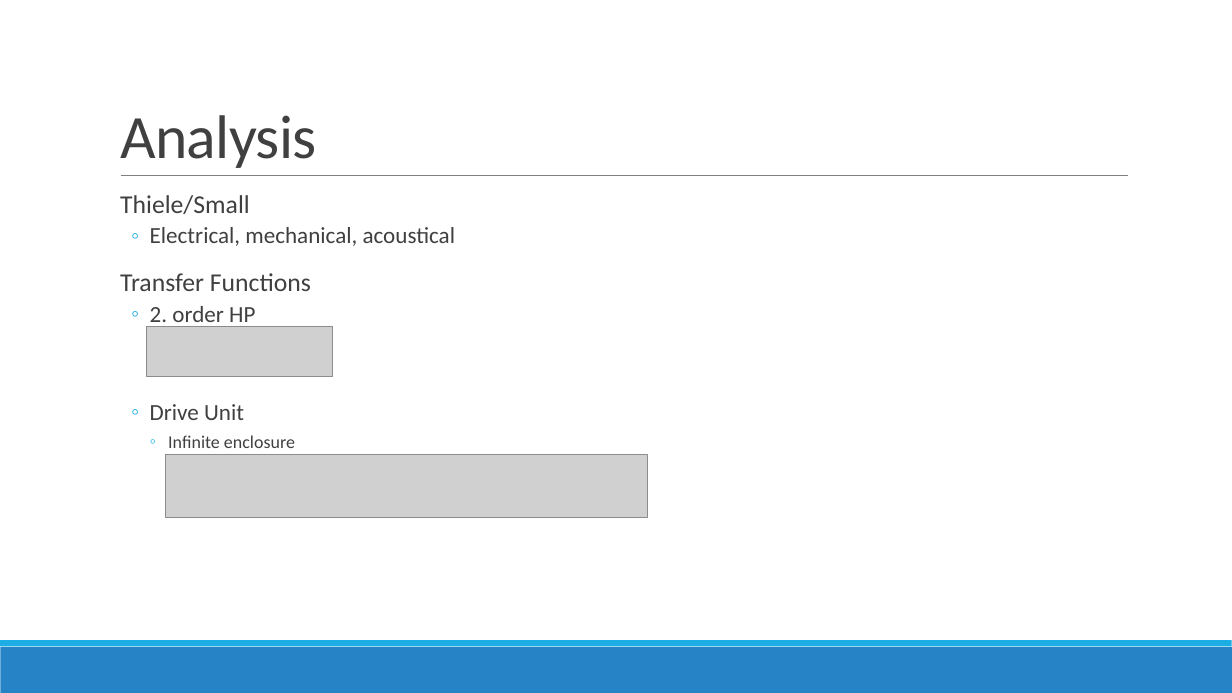
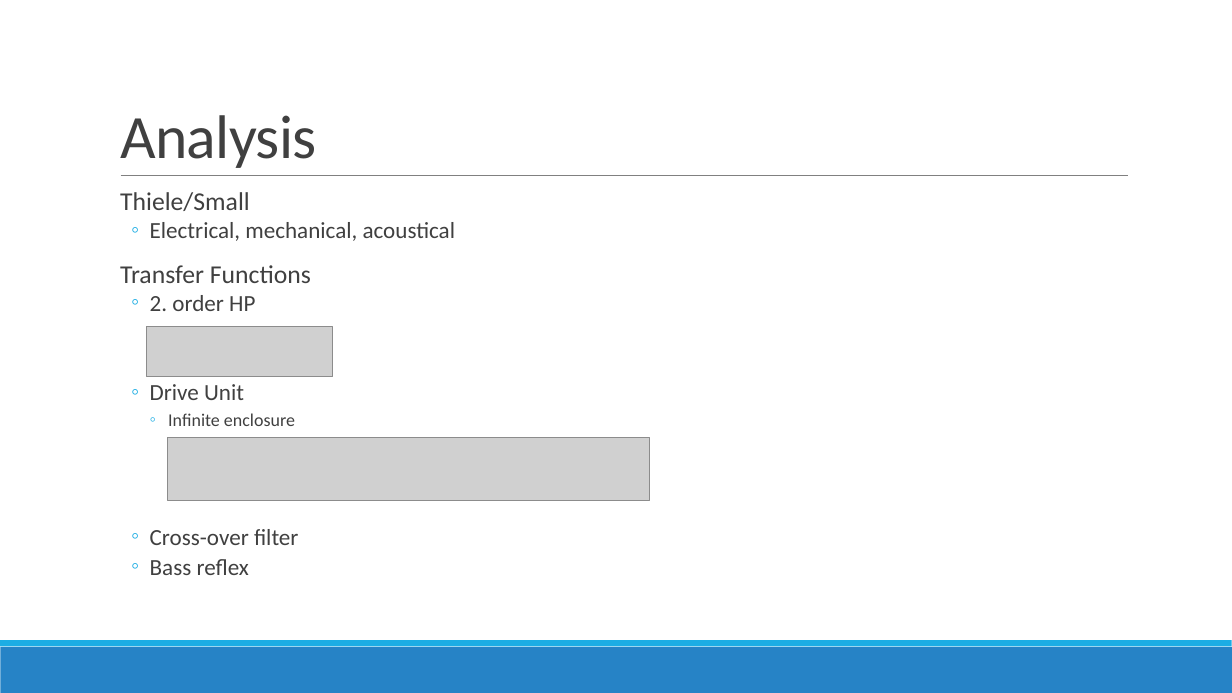
Before and after one commit to lsangild/ETLYAK, a slide deck: slide 3 of Speaker Modelling.pptx. Drawn at 1232x693 pixels with LibreOffice and Linux fonts; fonts in the diff are those of the drawing; grey boxes stand for pictures. Boxes give left, top, right and bottom in pixels: in the first picture for what was removed or moved away, otherwise in the second. Text is boxed around its words. In the diff, an @@ line names an element or a change of style, - is before the commit and + after.

Commit message:
Presentation

```diff
--- a/Speaker Modelling.pptx
+++ b/Speaker Modelling.pptx
@@ text at box(120, 192, 455, 426): line spacing 0.9 to 0.8 @@
@@ picture: place and size @@
-picture at box(165, 455, 648, 518)
+picture at box(167, 437, 650, 500)
@@ text at box(150, 529, 298, 575): paragraphs added @@
+  ◦ Cross-over filter
+  ◦ Bass reflex
```

════════════════════

- WHAT IS BEING ASKED: Please restate the entries word for word. Skip the pictures.

- ANSWER TO THE EXERCISE:
Before and after one commit to lsangild/ETLYAK, a slide deck: slide 3 of Speaker Modelling.pptx. Drawn at 1232x693 pixels with LibreOffice and Linux fonts; fonts in the diff are those of the drawing; grey boxes stand for pictures. Boxes give left, top, right and bottom in pixels: in the first picture for what was removed or moved away, otherwise in the second. Text is boxed around its words. In the diff, an @@ line names an element or a change of style, - is before the commit and + after.

Commit message:
Presentation

```diff
--- a/Speaker Modelling.pptx
+++ b/Speaker Modelling.pptx
@@ text at box(120, 192, 455, 426): line spacing 0.9 to 0.8 @@
@@ picture: place and size @@
-picture at box(165, 455, 648, 518)
+picture at box(167, 437, 650, 500)
@@ text at box(150, 529, 298, 575): paragraphs added @@
+  ◦ Cross-over filter
+  ◦ Bass reflex
```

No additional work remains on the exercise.